The UK government has insisted it is “ridiculous” to suggest pressure from the country’s food sector has “severely eroded” its upcoming strategy to tackle child obesity.

Citing unnamed sources “close” to the government, UK campaign group Action on Sugar had said “strong lobbying from certain members of the food industry” meant the government’s planned childhood obesity strategy – scheduled for launch by the autumn – was “set to fail before it’s even launched”.

However, a spokesperson for the UK’s Department of Health brushed off the claim. “This is a ridiculous suggestion. When the childhood obesity strategy is published shortly, it will set out what more we can all do to prevent children becoming overweight and obese, building on the measures we are already taking, like the soft drinks industry levy,” the spokesperson told just-food. 

The spokesperson insisted it is “routine” for government to consult with stakeholders in the formulation of policy. The report, the Department of Health said, is on track to come out “in the summer time”, the spokesperson added – some time between now and the end of October.

Action on Sugar had also taken aim at the prospect of the strategy containing voluntary measures, rather than food manufacturers facing regulation. “According to our source, the food industry is only going to be asked to reduce sugar in their products by 20% and this will be a voluntary system rather than regulated, making it even weaker,” Action on Sugar said. “If the aim is only to reduce sugar by 20% through a voluntary system that is not enforced, the actual reduction is likely to be far less – meaning we may only reduced population calorie intake by approximately 20 calories per person per day, which is not sufficient to prevent obesity and type 2 diabetes in either children or adults.”

The campaign group added there are likely to be only “minor restrictions” in the marketing of foods high in sugar, salt and saturated fats to children.

The UK’s Food and Drink Federation, was alongside the British Soft Drinks Association, one of two industry bodies called out by Action Sugar for their lobbying. The FDF declines to comment on Action on Sugar’s claims lobbying had eroded the upcoming strategy. However, a spokesperson insisted a voluntary approach was needed to progress reformulation efforts. “Food and drink companies have a proud record of voluntarily removing salt, and more recently fat and sugar too, from their products. This process must, by necessity, proceed at a speed that consumer tastes allow.  Since the technical challenges of reformulation differ almost from one product to the next, there cannot be a ‘one size fits all’ approach so mandatory reformulation is both unworkable and profoundly undesirable.” 

The spokesperson declined to comment on Action on Sugar’s assertion government policy would target a 20% sugar reduction, insisting with the policy document still pending the target was just a “rumour”. 

In a statement, FDF director general Ian Wright also emphasised the food and drink industry has been “working in partnership with government for several years” to “ensure we play our part in tackling obesity”. He continued: “As the government finalises its childhood obesity strategy we have been making a clear case in support of a range of policy interventions that can have the maximum impact in the shortest time.”

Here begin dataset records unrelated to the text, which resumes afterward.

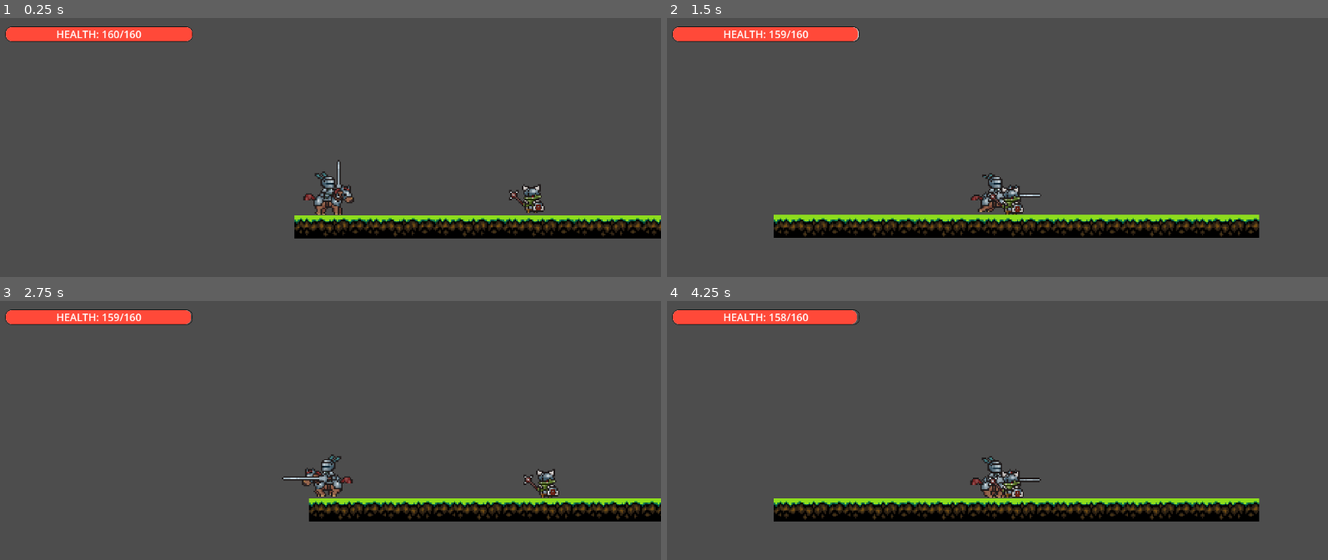
Above: before the commit, frames 1-4 (two rows, left to right).
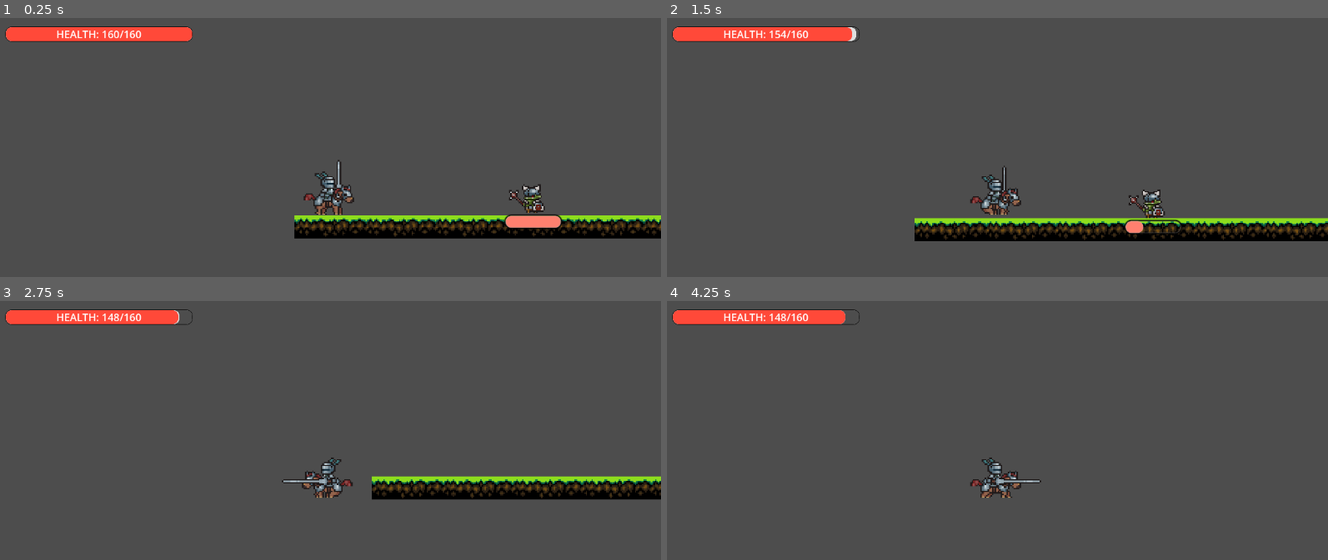
Above: after the commit, the same moments.

Repository: millesjethro/GAME_PROJECT
Game: Godot game, scene res://scene/levels/TestLevel/test_level.tscn
Two runs of this game, one before a commit and one after it. Both use one fixed random seed, a clock stepped at 60 frames per second and the inputs below.
Inputs:
- Up to frame 1 (0.25 s): no input
- Up to frame 2 (1.5 s): hold Right (ui_right) from 0.53 s (still down)
- Up to frame 3 (2.75 s): release Right (ui_right) at 2.03 s; hold Left (ui_left) from 2.03 s (still down)
- Up to frame 4 (4.25 s): release Left (ui_left) at 2.78 s; hold Right (ui_right) from 2.78 s (still down)

The runs differ from the first frame. In frame 1, 0.5% of the frame differs, in the area x 46-86%, y 60-82%; in frame 2, 7.9%; in frame 3, 9.4%, in the area x 16-100%, y 3-86%; in frame 4, 7.4%.

Commit message:
fix known issue

Diff:
--- a/project.godot
+++ b/project.godot
@@ -23,10 +23,12 @@
 "res://scene/enemy/": "red",
 "res://scene/levels/": "green",
 "res://scene/player/": "gray",
+"res://scene/ui/enemy/": "red",
 "res://scene/ui/player/": "gray",
 "res://scripts/enemy/": "red",
 "res://scripts/levels/": "green",
-"res://scripts/player/": "gray"
+"res://scripts/player/": "gray",
+"res://scripts/ui/enemy/": "red"
 }
 
 [rendering]
--- a/scene/enemy/OrcWarrior/orc_warrior.tscn
+++ b/scene/enemy/OrcWarrior/orc_warrior.tscn
@@ -1,8 +1,9 @@
-[gd_scene load_steps=17 format=3 uid="uid://cc7hmj2y7ds3l"]
+[gd_scene load_steps=18 format=3 uid="uid://cc7hmj2y7ds3l"]
 
 [ext_resource type="Script" uid="uid://dcwepxf0jc5qs" path="res://scripts/enemy/OrcWarrior/OrcWarrior.gd" id="1_jc6j7"]
 [ext_resource type="Script" uid="uid://bs08trj468qvl" path="res://scripts/enemy/OrcWarrior/OrcWarriorMainStatus.gd" id="2_jfaip"]
 [ext_resource type="Texture2D" uid="uid://d4do313kexwi8" path="res://assets/enemy/OrcWarrior/Armored Orc.png" id="2_njewi"]
+[ext_resource type="PackedScene" uid="uid://cd5mairk38ndl" path="res://scene/ui/enemy/EnemyHealthBar.tscn" id="4_njewi"]
 
 [sub_resource type="CapsuleShape2D" id="CapsuleShape2D_214q1"]
 radius = 7.0
@@ -115,3 +116,11 @@
 
 [node name="MainStatus" type="Node" parent="."]
 script = ExtResource("2_jfaip")
+
+[node name="EnemyHealthBar" parent="." instance=ExtResource("4_njewi")]
+offset_left = -20.0
+offset_top = 8.0
+offset_right = 20.0
+offset_bottom = 18.0
+
+[connection signal="area_entered" from="TakeDamage" to="." method="_on_take_damage_area_entered"]
--- a/scene/player/MainPlayer.tscn
+++ b/scene/player/MainPlayer.tscn
@@ -7,6 +7,23 @@
 [ext_resource type="Script" uid="uid://c2lp62smkyo45" path="res://scripts/player/PlayerSubStatus.gd" id="4_xq174"]
 [ext_resource type="Script" uid="uid://4732g1masfj6" path="res://scripts/player/PlayerOnStageStatus.gd" id="5_ps0ga"]
 [ext_resource type="PackedScene" uid="uid://xxvsmf2f5kxl" path="res://scene/ui/player/PlayerHealthBar.tscn" id="6_xfkkd"]
+[ext_resource type="Script" uid="uid://c46o5nicvuvxp" path="res://scripts/player/PlayerGold.gd" id="8_36hba"]
+
+[sub_resource type="AtlasTexture" id="AtlasTexture_oihod"]
+atlas = ExtResource("2_lcexw")
+region = Rect2(0, 600, 100, 100)
+
+[sub_resource type="AtlasTexture" id="AtlasTexture_pjx6l"]
+atlas = ExtResource("2_lcexw")
+region = Rect2(100, 600, 100, 100)
+
+[sub_resource type="AtlasTexture" id="AtlasTexture_obd1f"]
+atlas = ExtResource("2_lcexw")
+region = Rect2(200, 600, 100, 100)
+
+[sub_resource type="AtlasTexture" id="AtlasTexture_aa8ox"]
+atlas = ExtResource("2_lcexw")
+region = Rect2(300, 600, 100, 100)
 
 [sub_resource type="AtlasTexture" id="AtlasTexture_xq174"]
 atlas = ExtResource("2_lcexw")
@@ -66,6 +83,23 @@
 
 [sub_resource type="SpriteFrames" id="SpriteFrames_oihod"]
 animations = [{
+"frames": [{
+"duration": 1.0,
+"texture": SubResource("AtlasTexture_oihod")
+}, {
+"duration": 1.0,
+"texture": SubResource("AtlasTexture_pjx6l")
+}, {
+"duration": 1.0,
+"texture": SubResource("AtlasTexture_obd1f")
+}, {
+"duration": 1.0,
+"texture": SubResource("AtlasTexture_aa8ox")
+}],
+"loop": false,
+"name": &"hurt",
+"speed": 10.0
+}, {
 "frames": [{
 "duration": 1.0,
 "texture": SubResource("AtlasTexture_xq174")
@@ -132,12 +166,10 @@
 
 [node name="LancerSprite" type="AnimatedSprite2D" parent="."]
 sprite_frames = SubResource("SpriteFrames_oihod")
-animation = &"walking"
+animation = &"hurt"
 autoplay = "idle"
-frame = 4
-frame_progress = 0.739899
-
-[node name="DealDamage" type="Area2D" parent="."]
+
+[node name="DealDamage" type="Area2D" parent="." groups=["AreaDealDamage"]]
 
 [node name="DealDamageCollision" type="CollisionShape2D" parent="DealDamage"]
 position = Vector2(18, -5)
@@ -173,4 +205,7 @@
 [node name="OnStageStatus" type="Node" parent="PlayerStatus"]
 script = ExtResource("5_ps0ga")
 
+[node name="PlayerGold" type="Node" parent="."]
+script = ExtResource("8_36hba")
+
 [connection signal="area_entered" from="DealDamage" to="." method="_on_deal_damage_area_entered"]
--- /dev/null
+++ b/scene/ui/enemy/EnemyHealthBar.tscn
@@ -0,0 +1,41 @@
+[gd_scene load_steps=4 format=3 uid="uid://cd5mairk38ndl"]
+
+[ext_resource type="Script" uid="uid://c7j5wggkfs5y6" path="res://scripts/ui/enemy/enemy_health_bar.gd" id="1_cwjqv"]
+
+[sub_resource type="StyleBoxFlat" id="StyleBoxFlat_oirbc"]
+bg_color = Color(0.6, 0.6, 0.6, 0)
+border_width_left = 1
+border_width_top = 1
+border_width_right = 1
+border_width_bottom = 1
+border_color = Color(0, 0, 0, 1)
+corner_radius_top_left = 4
+corner_radius_top_right = 4
+corner_radius_bottom_right = 4
+corner_radius_bottom_left = 4
+
+[sub_resource type="StyleBoxFlat" id="StyleBoxFlat_38bjq"]
+bg_color = Color(1, 0.5023, 0.435509, 1)
+border_width_left = 1
+border_width_top = 1
+border_width_right = 1
+border_width_bottom = 1
+border_color = Color(0.8, 0.8, 0.8, 0)
+corner_radius_top_left = 4
+corner_radius_top_right = 4
+corner_radius_bottom_right = 4
+corner_radius_bottom_left = 4
+
+[node name="EnemyHealthBar" type="ProgressBar"]
+offset_right = 128.0
+offset_bottom = 20.0
+theme_override_styles/background = SubResource("StyleBoxFlat_oirbc")
+theme_override_styles/fill = SubResource("StyleBoxFlat_38bjq")
+value = 20.0
+show_percentage = false
+script = ExtResource("1_cwjqv")
+
+[node name="HideTimer" type="Timer" parent="."]
+wait_time = 1.75
+
+[connection signal="timeout" from="HideTimer" to="." method="_on_hide_timer_timeout"]
--- a/scripts/enemy/OrcWarrior/OrcWarrior.gd
+++ b/scripts/enemy/OrcWarrior/OrcWarrior.gd
@@ -1,6 +1,12 @@
 extends CharacterBody2D
 
+@onready var mainStatus = $MainStatus
 @export var GravityForce = 200
+@onready var hpShow = $EnemyHealthBar
+
+func _ready() -> void:
+	hpShow.init_health(mainStatus.Health)
+
 
 func _physics_process(delta: float) -> void:
 	if not is_on_floor():
@@ -8,3 +14,17 @@
 	else:
 		velocity.y = 0  # stay grounded when on floor
 	move_and_slide()
+
+func _on_take_damage_area_entered(area: Area2D) -> void:
+	if area.is_in_group("AreaDealDamage"):
+		var parent = area.get_parent()
+		if parent.has_node("PlayerStatus/OnStageStatus"):
+			var player_stats = parent.get_node("PlayerStatus/OnStageStatus")
+			var damage = player_stats.calc_damage()
+			print("Damage: ", damage)
+			var currentHp = mainStatus.take_damage(damage)
+			print("Current Hp: ", currentHp)
+			hpShow.set_health(currentHp)
+
+func _on_enemy_died(gold_amount: int) -> void:
+	pass
--- a/scripts/enemy/OrcWarrior/OrcWarriorMainStatus.gd
+++ b/scripts/enemy/OrcWarrior/OrcWarriorMainStatus.gd
@@ -5,9 +5,19 @@
 @export var Health = 0
 
 var GoldDrop = 0
+signal died(gold_amount: int) # 🔹 signal for when this enemy dies
 
 func _ready() -> void:
-	Attack = randi_range(5, 15)
-	Defense = randi_range(5, 9)
-	Health = randi_range(15, 25)
-	GoldDrop = randi_range(5, 24)
+	var level = randi_range(1, 10)
+	Attack = 8 + level
+	Defense = 4 + level
+	Health = 25 + level
+	GoldDrop = 5 + level
+
+func take_damage(incoming: int) -> int:
+	Health -= incoming
+	if Health < 0:
+		emit_signal("died", GoldDrop) # 🔹 notify listeners
+		get_parent().queue_free()
+		return Health
+	return Health
--- /dev/null
+++ b/scripts/player/PlayerGold.gd
@@ -0,0 +1,7 @@
+extends Node
+
+@export var Gold: int = 0
+
+func add_gold(amount: int) -> void:
+	Gold += amount
+	print("Gold now: ", Gold)
--- a/scripts/player/PlayerOnStageStatus.gd
+++ b/scripts/player/PlayerOnStageStatus.gd
@@ -30,7 +30,7 @@
 # ---------------------
 # Damage To Enemy
 # ---------------------
-func _calc_damage() -> int:
+func calc_damage() -> int:
 	var roll = randf()  # already returns [0, 1), no need for round()
 	if roll <= CritChance:
 		return int(FinalAttack * Critical)
--- a/scripts/player/PlayerScript.gd
+++ b/scripts/player/PlayerScript.gd
@@ -1,11 +1,21 @@
 extends CharacterBody2D
 
-@onready var PlayerSprite = $LancerSprite
+@onready var PlayerSprite: AnimatedSprite2D = $LancerSprite
 @onready var PlayerHp = $CanvasLayer/PlayerHealthBar
 @onready var OnStageStats = $PlayerStatus/OnStageStatus
 
 @export var GravityForce: float = 600.0 # downward pull
 @export var MoveSpeed: float = 200.0   # movement speed
+
+var is_knockback: bool = false
+
+# Physics values
+var gravity: float = 900.0
+var move_speed: float = 200.0
+
+# Knockback values
+var knockback_force: float = 150.0   # backward push
+var knockback_up: float = -200.0     # upward launch
 
 func _ready() -> void:
 	PlayerSprite.play("idle")
@@ -13,7 +23,20 @@
 	PlayerHp.init_health(OnStageStats.FinalHealthPoints)
 
 func _physics_process(delta: float) -> void:
-	PlayerMovement(delta)
+	# Always apply gravity
+	if not is_on_floor():
+		velocity.y += gravity * delta
+
+	if is_knockback:
+		# During knockback, player has no control
+		move_and_slide()
+
+		# Once they land, stop knockback
+		if is_on_floor():
+			is_knockback = false
+	else:
+		# Normal movement only if not knocked back
+		PlayerMovement(delta)
 
 # --------------------------------
 # Player Movement Function
@@ -47,11 +70,32 @@
 
 func _on_deal_damage_area_entered(area: Area2D) -> void:
 	if area.is_in_group("EnemyTakeDamage"):
-		var enemy = area.get_parent()   # Enemy node
+		var enemy = area.get_parent()
 		if enemy.has_node("MainStatus"):
 			var enemy_stats = enemy.get_node("MainStatus")
 			var enemy_attack = enemy_stats.Attack
-			#print(enemy_attack)
+
+			# Play hurt animation
+			PlayerSprite.play("hurt")
+
+			# Knockback direction (left/right depending on enemy position)
+			var dir = sign(global_position.x - enemy.global_position.x)
+
+			# Apply both backward + upward velocity
+			velocity.x = dir * knockback_force
+			velocity.y = knockback_up
+			is_knockback = true
+
+			# Reduce health
 			var currentHp = OnStageStats._take_damage(enemy_attack)
-			#print(currentHp)
 			PlayerHp.set_health(currentHp)
+
+
+func apply_knockback(force: Vector2) -> void:
+	# If your player is a CharacterBody2D
+	velocity = force
+	# Optionally: start a timer to stop knockback after a short time
+	var knockback_timer = get_tree().create_timer(0.2) # 0.2 sec knockback
+	knockback_timer.timeout.connect(func ():
+		velocity = Vector2.ZERO
+	)
--- /dev/null
+++ b/scripts/ui/enemy/enemy_health_bar.gd
@@ -0,0 +1,40 @@
+extends ProgressBar
+
+@onready var hide_timer: Timer = $HideTimer
+
+var fade_tween: Tween
+
+# ---------------------
+# Initialize Bars
+# ---------------------
+func init_health(hp: int):
+	max_value = hp
+	value = hp
+	modulate.a = 1.0
+	show()
+	hide_timer.start()
+
+# ---------------------
+# Update Health
+# ---------------------
+func set_health(hp: int):
+	value = hp
+
+	# Reset visibility
+	if fade_tween and fade_tween.is_valid():
+		fade_tween.kill()  # stop old tween if still running
+
+	modulate.a = 1.0
+	show()
+	hide_timer.start()
+
+# ---------------------
+# Timer Timeout -> Fade Out
+# ---------------------
+func _on_hide_timer_timeout() -> void:
+	fade_tween = create_tween()
+	fade_tween.tween_property(self, "modulate:a", 0.0, 0.5) # fade to transparent
+	fade_tween.finished.connect(func ():
+		hide()
+		modulate.a = 1.0 # reset alpha for next time
+	)
Not shown: 1 places in scene/player/MainPlayer.tscn that only renumber resources
Not shown, added: scripts/player/PlayerGold.gd.uid
Not shown, added: scripts/ui/enemy/enemy_health_bar.gd.uid

Wright was quick to stress the progress made by FDF members in reformulation. “Britain’s producers have virtually eradicated artificial trans fats in products, have markedly lowered salt, and are working to reduce calories from sugar and fat. We’re committed to doing more and expect to see reformulation and portion control, considered by leading experts to be the most effective tools to tackle obesity, in government’s forthcoming strategy,” he noted. 

On the marketing of unhealthy foods to children, Wright also rebutted Action on Sugar’s assertion the food industry has a “brilliant record of evading” marketing restrictions. The campaigners insisted “more severe restrictions” are needed with the aim only “healthy” food should be marketed to children.  

However, according to Wright, food makers support increased voluntary restrictions on the marketing of high fat, salt and sugar foods. “Britain’s food and drink brands support the tightening of current advertising code which would ensure that ads for HFSS foods and drinks are not targeted at under-16s in any medium, including online. This voluntary action brings online restrictions into line with those already around children’s TV programmes,” he insisted.